Nigeria’s Stock Market Drops By N280.5bn, 6-Week Gaining Streak Ends

SEC Warns Nigerians Against Investing In FinAfrica, Poyoyo

The Nigerian stock market lost ground following six weeks of gains due to a variety of risks, including weakening naira buying power and growing inflation exposure. According to market statistics, significant selloffs in bellwethers and mid to small-cap companies, particularly in Airtel Africa, Fidelity, and Zenith Bank, were the cause of the weekly loss of more than N280 billion.

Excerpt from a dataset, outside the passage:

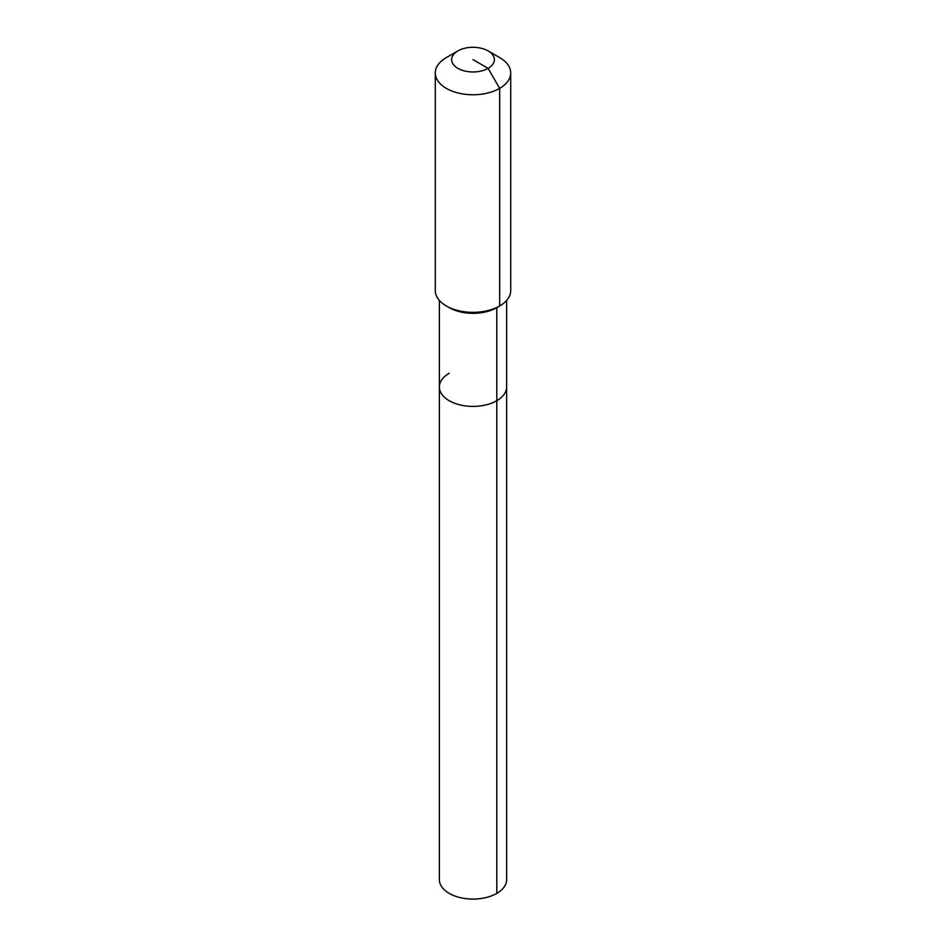 <?xml version="1.0" encoding="UTF-8"?>
<svg xmlns="http://www.w3.org/2000/svg" width="946" height="946" viewBox="0 0 946 946"><rect width="100%" height="100%" fill="white"/><g stroke="black" fill="none" stroke-linecap="round" stroke-linejoin="round"><path stroke-width="1.42" d="M506.63 300.438L506.63 879.662A33.63 19.417 180 0 1 496.78 893.391A33.63 19.417 180 0 1 460.134 897.6A33.63 19.417 180 0 1 439.37 879.662L439.37 386.985A33.63 19.417 180 0 1 449.22 373.256M488.112 50.918A21.368 12.333 180 0 1 488.112 68.36A21.368 12.333 180 0 1 457.888 68.36A21.368 12.333 180 0 1 457.888 50.918A21.368 12.333 180 0 1 488.112 50.918L499.665 57.588A37.71 21.77 180 0 1 510.71 72.984L510.71 290.576A37.71 21.77 180 0 1 499.665 305.972L496.78 307.639L496.78 400.714A33.63 19.417 180 0 0 506.63 386.985A33.63 19.417 180 0 1 496.78 400.714A33.63 19.417 180 0 1 460.134 404.923A33.63 19.417 180 0 1 439.37 386.985A33.63 19.417 180 0 0 460.134 404.923A33.63 19.417 180 0 0 496.78 400.714L496.78 893.391M510.71 72.984A37.71 21.77 180 0 1 499.665 88.38L499.665 305.972L496.78 307.639A33.63 19.417 180 0 1 449.22 307.639L446.335 305.972A37.71 21.77 180 0 1 435.29 290.576L435.29 72.984A37.71 21.77 180 0 1 446.335 57.588L457.888 50.918L446.335 57.588M496.78 307.639L499.665 305.972A37.71 21.77 180 0 1 446.335 305.972M473 59.633L488.112 68.36L499.665 88.38A37.71 21.77 180 0 1 458.574 93.098A37.71 21.77 180 0 1 435.29 72.984M439.37 300.438L439.37 386.985"/></g></svg>

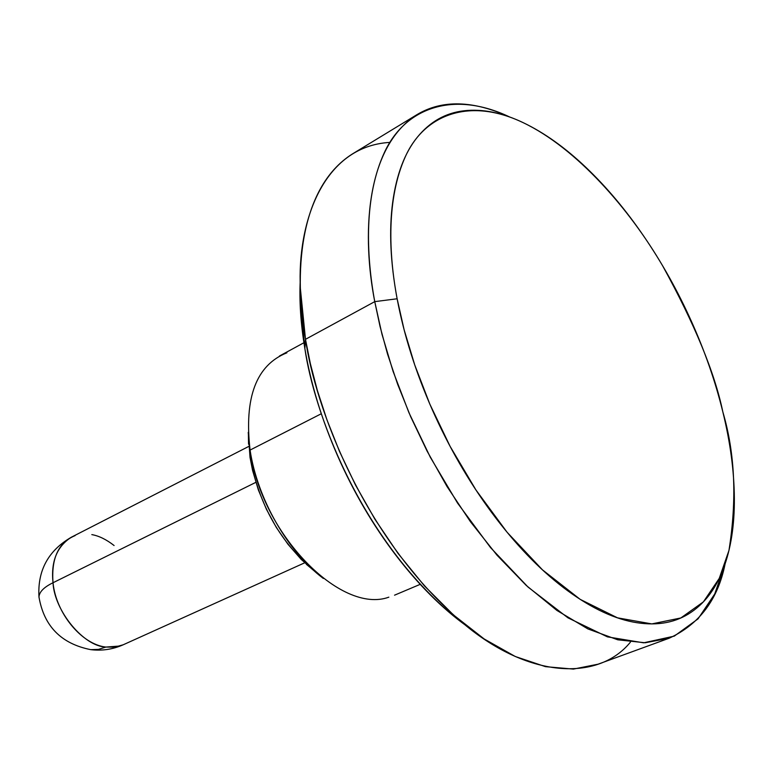 <?xml version="1.0" encoding="UTF-8"?>
<svg xmlns="http://www.w3.org/2000/svg" width="773" height="773" viewBox="0 0 773 773"><rect width="100%" height="100%" fill="white"/><g stroke="black" fill="none" stroke-linecap="round" stroke-linejoin="round"><path stroke-width="1.16" d="M248.703 446.456L71.396 537.187C48.226 550.637 37.423 570.58 38.979 597.007C43.984 626.217 61.231 643.754 90.731 649.649L98.49 649.397L105.872 647.059L98.49 649.397L90.731 649.649C101.988 651.011 112.81 649.397 123.187 644.788L114.646 647.165L105.872 647.059C83.822 646.499 54.371 610.97 53.018 582.745C43.935 587.171 39.259 591.925 38.979 597.007L39.056 597.684L38.979 597.007C39.259 591.925 43.935 587.171 53.018 582.745C50.796 561.623 56.922 546.443 71.396 537.187L71.754 537.003M71.85 536.955L74.759 535.728M725.074 564.019C717.943 599.587 699.314 624.313 669.196 638.208L645.175 642.769L617.743 639.802L587.915 628.932L556.966 610.486L526.258 585.441L497.078 555.275L470.438 521.707L446.987 486.468L427.063 451.055L410.666 416.676L397.593 384.142L387.515 353.995L380.036 326.467L374.75 301.634L397.129 298.774C388.693 253.853 386.374 198.68 405.352 156.658C424.164 114.771 469.25 96.896 523.012 122.578C576.919 148.261 629.522 209.222 662.664 265.864C694.695 324.129 714.754 372.818 722.842 411.912C715.402 381.601 704.937 351.425 691.439 321.413C677.95 291.402 662.19 263.178 644.151 236.751C626.101 210.295 606.728 187.211 586.031 167.49C565.285 147.73 544.405 132.811 523.379 122.752C502.295 112.674 482.526 108.684 464.061 110.771C445.557 112.897 429.981 121.709 417.333 137.208C404.694 152.822 396.472 174.572 392.665 202.458C388.925 230.509 390.413 262.607 397.129 298.774C403.96 335.038 415.642 371.948 432.165 409.477C448.794 446.997 468.631 481.347 491.676 512.538C514.741 543.583 538.626 568.58 563.343 587.509C588.002 606.264 611.182 617.772 632.903 622.014C654.518 626.149 673.07 623.463 688.54 613.946C703.932 604.409 715.479 589.519 723.18 569.266C730.852 549.052 734.572 525.35 734.35 498.15C734.128 471.018 730.292 442.272 722.842 411.912C735.026 453.278 737.065 499.455 728.958 550.434L719.238 578.407L703.391 601.867L680.849 617.956L651.813 623.908L617.53 617.84L580.185 599.365L542.491 569.875L507.078 532.239L475.926 489.947L450.108 446.369L429.836 404.134L414.743 364.962L404.115 329.742L397.129 298.774L374.75 301.634L381.988 334.284L393.099 371.426L408.956 412.734L430.319 457.258L457.597 503.155L490.546 547.613L528.036 587.065L567.923 617.811L607.423 636.865L643.638 642.817L674.269 636.131L698.038 618.873L714.735 593.973L725.2 563.662M300.272 280.56L300.069 300.726L304.871 348.613C313.712 410.221 357.87 533.409 450.649 613.559L466.534 625.985C441.798 608.129 418.106 584.378 395.457 554.734C372.789 524.915 353.493 491.928 337.569 455.77C321.742 419.594 310.843 383.872 304.871 348.613L305.49 339.318L304.871 348.613C300.726 323.897 299.19 301.026 300.272 279.99M630.439 642.112C598.128 681.902 526.973 678.868 460.36 620.922C362.044 535.979 314.843 404.637 305.49 339.318L310.34 363.61L317.365 390.491L326.969 419.894L339.56 451.558L355.483 484.98L374.982 519.33L398.056 553.449L424.416 585.876L453.451 614.931L484.159 638.952L515.291 656.509L545.477 666.655L573.421 669.089L598.08 664.181L669.196 638.208M323.346 578.455L323.085 578.262C287.691 551.661 257.216 498.382 250.075 450.07L250.017 457.374C259.1 505.155 280.821 543.284 315.191 571.749M75.107 535.602C58.555 542.501 51.192 558.222 53.018 582.745L255.834 482.352L53.018 582.745C56.033 613.414 81.822 644.489 105.872 647.059L119.931 646.025M286.899 352.797C256.307 365.059 244.026 397.486 250.075 450.07L321.307 413.748L250.075 450.07C260.994 533.351 340.671 614.815 388.858 597.162M510.093 117.167L509.591 116.955C452.939 89.89 404.907 108.278 384.558 152.165C364.015 196.197 366.064 254.288 374.75 301.634L305.49 339.318L374.75 301.634C362.295 238.335 364.044 148.068 417.14 114.539C442.282 99.524 473.182 100.364 509.851 117.071M315.297 571.836L301.238 559.43L288 544.308L276.338 527.486L266.395 509.204L258.317 489.831L252.558 470.342L250.017 457.374L248.239 432.358M417.14 114.539L352.469 153.914C297.731 188.457 294.165 277.381 305.49 339.318L300.378 288.542C297.083 223.078 322.708 146.281 389.911 142.396M91.823 534.607C98.973 535.873 106.403 539.515 114.095 545.535M250.017 457.374L250.075 450.07M450.649 613.559L460.36 620.922M306.398 564.367L313.258 570.001M123.187 644.788L304.697 562.802M394.549 595.181L420.183 584.349M279.44 356.034L303.924 342.739M248.539 444.156L248.413 435.276M300.069 300.726L300.378 288.542"/></g></svg>

After a strong profits performance in the fiscal year 2022, Airtel Africa, the top market mover on the Nigerian Exchange, had its share price decline by 6%. MTN Nigeria, its contemporary, is still strong, and analysts advise investors to maintain positions in the telecom sector.

Notwithstanding the local stock market’s collapse, some stockbrokers view the trend as sporadic and anticipate a return to new winning streaks as a result of a drop in yield in the fixed income market even as inflation continues to increase.

As a result, week over week, the Nigerian Exchange All-share index decreased 1.0% to 53,804.46 points. Moreover, the market cap dropped by 280.5 billion to 29.3 trillion while the year-to-date return dipped to 5.0%. Stockbrokers said that the average volume and value traded each week declined by 20.4% and 9.4%, respectively, to 150.4 million units and 4.2 billion, respectively.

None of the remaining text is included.